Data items
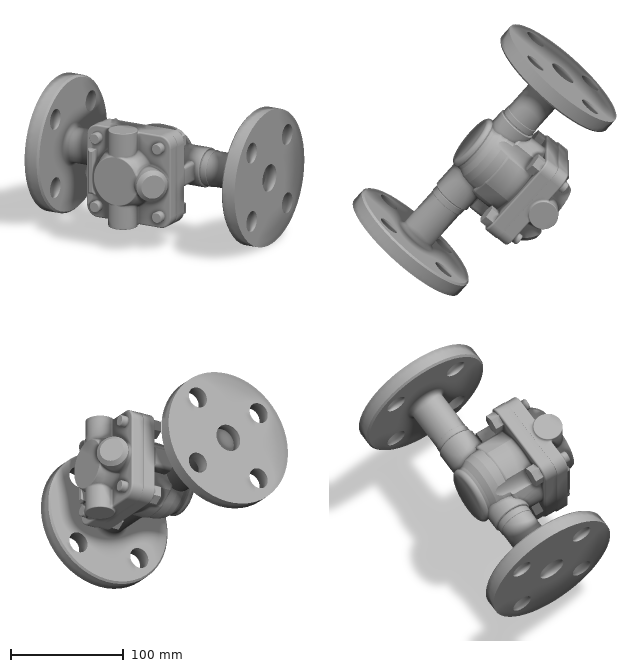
import cadquery as cq
import math


length = 215.0
flange_diameter = 125.0
flange_thickness = 14.0
flange_chamfer = 1.7
flange_hole_diameter = 19.0
flange_hole_offset = 31.8
pipe_diameter = 32.0
pipe_root_radius = 3.9
bore_diameter = 25.0
bore_depth = 10.8
weld_diameter = 33.1
weld_start = 46.0
weld_width = 5.8
weld_fillet = 0.5
socket_diameter = 36.0
socket_end = 45.2
socket_chamfer = 0.6

body_x = -6.0
body_half_width = 36.3
body_half_height = 33.1
body_shoulder_y = -6.2
body_shoulder_fillet = 2.5
body_root_fillet = 0.9
cap_y = 22.0
cap_radius = 26.2
cap_rounding = 4.3
neck_radius = 25.4
neck_top_y = 16.1
collar_radius = 26.5
collar_y = 13.5
cone_radius = 30.3
cone_y = 8.2
barrel_radius = 32.2
barrel_y = 1.3
crown_base_radius = 32.7
crown_base_y = body_shoulder_y - body_shoulder_fillet
body_flange_x = -2.4
body_flange_side = 85.5
body_flange_y = -34.6
parting_y = -47.0
plate_corner_radius = 11.0
plate_edge_fillet = 1.5
flat_inner_x = 7.7
flat_outer_x = 22.8
outlet_block_end_x = 40.6
outlet_block_half_height = 9.7
outlet_block_top_y = -17.5
outlet_block_fillet = 3.2

cover_x = -3.2
cover_side = 86.0
cover_y = -58.7
dome_end_y = -76.8
dome_base_radius = 29.0
dome_end_radius = 22.5
dome_edge_fillet = 0.9
port_diameter = 26.2
port_end_z = 44.7
port_edge_fillet = 0.6
cover_root_fillet = 1.5
seam_tolerance = 0.002
lug_diameter = 28.8
lug_chamfer = 3.7
lug_axis_x = 31.2
lug_length = 28.0
overall_depth = 144.7
lowest_y = flange_diameter / 2 - overall_depth
tag_x = -39.1
tag_width = 7.3
tag_height = 41.7
tag_y = -63.9
tag_chamfer = 2.0

bolt_x = -2.8
bolt_offset = 31.8
bolt_diameter = 10.0
bolt_end_y = -65.1
bolt_chamfer = 0.6
nut_across_flats = 16.0
nut_height = 8.2
nut_clearance_radius = 11.8
nut_clearance_end_y = 13.0


def y_plane(y):
    """Sketch plane across the Y axis; local x is X, local y is Z, extrusion runs toward -Y."""
    return cq.Workplane("XZ", origin=(0, y, 0))


def y_plate(center_x, side, back_y, front_y):
    """Square plate with rounded corners between two Y positions."""
    return (
        y_plane(back_y)
        .center(center_x, 0)
        .rect(side, side)
        .extrude(back_y - front_y)
        .edges("|Y")
        .fillet(plate_corner_radius)
    )


def blended_union(parts, radius, sharp_below_y):
    """Union of parts with a fillet along every seam, an edge that lies on two of them.

    Seams centered below the given Y stay sharp.
    """
    joined = parts[0]
    for part in parts[1:]:
        joined = joined.union(part)
    seams = []
    for edge in joined.edges().vals():
        middle = edge.positionAt(0.5)
        vertex = cq.Vertex.makeVertex(*middle.toTuple())
        touching = [part for part in parts if vertex.distance(part.val()) < seam_tolerance]
        if len(touching) > 1 and middle.y > sharp_below_y:
            seams.append(edge)
    return joined.newObject(seams).fillet(radius)


def pipe_side():
    """The -X half of the pipe line: flange, pipe, weld bead and half the socket."""
    flange_face = -length / 2 + flange_thickness
    flange_radius = flange_diameter / 2
    pipe_radius = pipe_diameter / 2
    flange_and_pipe = (
        cq.Workplane("XY")
        .moveTo(-length / 2, 0)
        .lineTo(-length / 2, flange_radius)
        .lineTo(flange_face - flange_chamfer, flange_radius)
        .lineTo(flange_face, flange_radius - flange_chamfer)
        .lineTo(flange_face, pipe_radius + pipe_root_radius)
        .radiusArc((flange_face + pipe_root_radius, pipe_radius), -pipe_root_radius)
        .lineTo(0, pipe_radius)
        .lineTo(0, 0)
        .close()
        .revolve(360, (0, 0, 0), (1, 0, 0))
    )
    weld = (
        cq.Workplane("YZ", origin=(-weld_start - weld_width, 0, 0))
        .circle(weld_diameter / 2)
        .extrude(weld_width)
        .edges()
        .fillet(weld_fillet)
    )
    socket = (
        cq.Workplane("YZ", origin=(-socket_end, 0, 0))
        .circle(socket_diameter / 2)
        .extrude(socket_end)
        .faces("<X")
        .chamfer(socket_chamfer)
    )
    holes = (
        cq.Workplane("YZ", origin=(-length / 2, 0, 0))
        .rect(2 * flange_hole_offset, 2 * flange_hole_offset, forConstruction=True)
        .vertices()
        .circle(flange_hole_diameter / 2)
        .extrude(flange_thickness)
    )
    bore = cq.Workplane("YZ", origin=(-length / 2, 0, 0)).circle(bore_diameter / 2).extrude(bore_depth)
    return flange_and_pipe.union(weld).union(socket).cut(holes).cut(bore)


def body_crown():
    """Turned upper body about the Y axis: rounded cap, narrow neck and widening shoulder."""
    cap_side_y = cap_y - cap_rounding
    return (
        cq.Workplane("XY", origin=(body_x, 0, 0))
        .moveTo(0, cap_y)
        .lineTo(cap_radius - cap_rounding, cap_y)
        .radiusArc((cap_radius, cap_side_y), cap_rounding)
        .lineTo(neck_radius, neck_top_y)
        .lineTo(collar_radius, collar_y)
        .lineTo(cone_radius, cone_y)
        .lineTo(barrel_radius, barrel_y)
        .lineTo(crown_base_radius, body_shoulder_y)
        .lineTo(crown_base_radius, crown_base_y)
        .lineTo(0, crown_base_y)
        .close()
        .revolve(360, (0, 0, 0), (0, 1, 0))
    )


def ellipse_height(x):
    """Half height of the oval body at a given X."""
    return body_half_height * math.sqrt(1 - ((x - body_x) / body_half_width) ** 2)


def body():
    oval = (
        y_plane(body_shoulder_y)
        .center(body_x, 0)
        .ellipse(body_half_width, body_half_height)
        .extrude(body_shoulder_y - body_flange_y)
    )
    for side in (1, -1):
        flat = (
            y_plane(body_shoulder_y)
            .moveTo(flat_inner_x, side * ellipse_height(flat_inner_x))
            .lineTo(flat_outer_x, side * ellipse_height(flat_outer_x))
            .lineTo(flat_outer_x, side * body_half_height)
            .lineTo(flat_inner_x, side * body_half_height)
            .close()
            .extrude(body_shoulder_y - body_flange_y)
        )
        oval = oval.cut(flat)
    oval = oval.faces(">Y").edges().fillet(body_shoulder_fillet)

    clearance = (
        y_plane(nut_clearance_end_y)
        .pushPoints([(bolt_x - bolt_offset, bolt_offset), (bolt_x - bolt_offset, -bolt_offset)])
        .circle(nut_clearance_radius)
        .extrude(nut_clearance_end_y - body_flange_y)
    )
    outlet_block = (
        cq.Workplane("XY")
        .box(
            outlet_block_end_x - body_x,
            outlet_block_top_y - body_flange_y,
            2 * outlet_block_half_height,
            centered=(False, False, True),
        )
        .translate((body_x, body_flange_y, 0))
        .edges("|Y and >X")
        .fillet(outlet_block_fillet)
    )
    flange = (
        y_plate(body_flange_x, body_flange_side, body_flange_y, parting_y)
        .faces(">Y")
        .edges()
        .fillet(plate_edge_fillet)
    )
    chamber = oval.union(body_crown()).cut(clearance)
    return blended_union([chamber, flange], body_root_fillet, parting_y).union(outlet_block)


def cover():
    plate = (
        y_plate(cover_x, cover_side, parting_y, cover_y)
        .faces("<Y")
        .edges()
        .fillet(plate_edge_fillet)
    )
    dome = (
        cq.Workplane("XY", origin=(body_x, 0, 0))
        .moveTo(0, parting_y)
        .lineTo(dome_base_radius, parting_y)
        .lineTo(dome_base_radius, cover_y)
        .lineTo(dome_end_radius, dome_end_y)
        .lineTo(0, dome_end_y)
        .close()
        .revolve(360, (0, 0, 0), (0, 1, 0))
        .faces("<Y")
        .edges()
        .fillet(dome_edge_fillet)
    )
    port = (
        cq.Workplane("XY", origin=(body_x, dome_end_y + port_diameter / 2, -port_end_z))
        .circle(port_diameter / 2)
        .extrude(2 * port_end_z)
        .edges()
        .fillet(port_edge_fillet)
    )
    rim_y = dome_end_y + dome_edge_fillet
    return blended_union([plate, dome, port, lug()], cover_root_fillet, rim_y).union(tag())


def lug():
    """Round lug tilted 45 degrees between +X and -Y; its chamfered rim reaches the lowest Y."""
    face_center = (lug_axis_x, lowest_y + (lug_diameter / 2 - lug_chamfer) * math.sqrt(0.5), 0)
    outward = cq.Plane(origin=face_center, xDir=(0, 0, 1), normal=(1, -1, 0))
    return (
        cq.Workplane(outward)
        .circle(lug_diameter / 2)
        .extrude(-lug_length)
        .faces(cq.selectors.DirectionMinMaxSelector(cq.Vector(1, -1, 0)))
        .chamfer(lug_chamfer)
    )


def tag():
    """Upright label bar on the cover face."""
    return (
        y_plane(cover_y)
        .center(tag_x, 0)
        .rect(tag_width, tag_height)
        .extrude(cover_y - tag_y)
        .faces("<Y")
        .chamfer(tag_chamfer)
    )


def bolts():
    places = [(bolt_x + sx * bolt_offset, sz * bolt_offset) for sx in (1, -1) for sz in (1, -1)]
    shanks = (
        y_plane(body_flange_y)
        .pushPoints(places)
        .circle(bolt_diameter / 2)
        .extrude(body_flange_y - bolt_end_y)
        .faces("<Y")
        .chamfer(bolt_chamfer)
    )
    across_corners = nut_across_flats / math.cos(math.pi / 6)
    bolts_with_nuts = shanks
    for x, z in places:
        nut = (
            cq.Workplane("XZ")
            .polygon(6, across_corners)
            .extrude(nut_height)
            .rotate((0, 0, 0), (0, 1, 0), 30)
            .translate((x, body_flange_y + nut_height, z))
        )
        bolts_with_nuts = bolts_with_nuts.union(nut)
    return bolts_with_nuts


half_line = pipe_side()
pipe_line = half_line.union(half_line.mirror("YZ"))
result = pipe_line.union(body()).union(cover()).union(bolts())

§ **Instructions for the task**: The response should be an exact copy of the lines from the one with "half_line = pipe_side()" through the end of the data, with no other text.

§ **Solution for this problem**:
half_line = pipe_side()
pipe_line = half_line.union(half_line.mirror("YZ"))
result = pipe_line.union(body()).union(cover()).union(bolts())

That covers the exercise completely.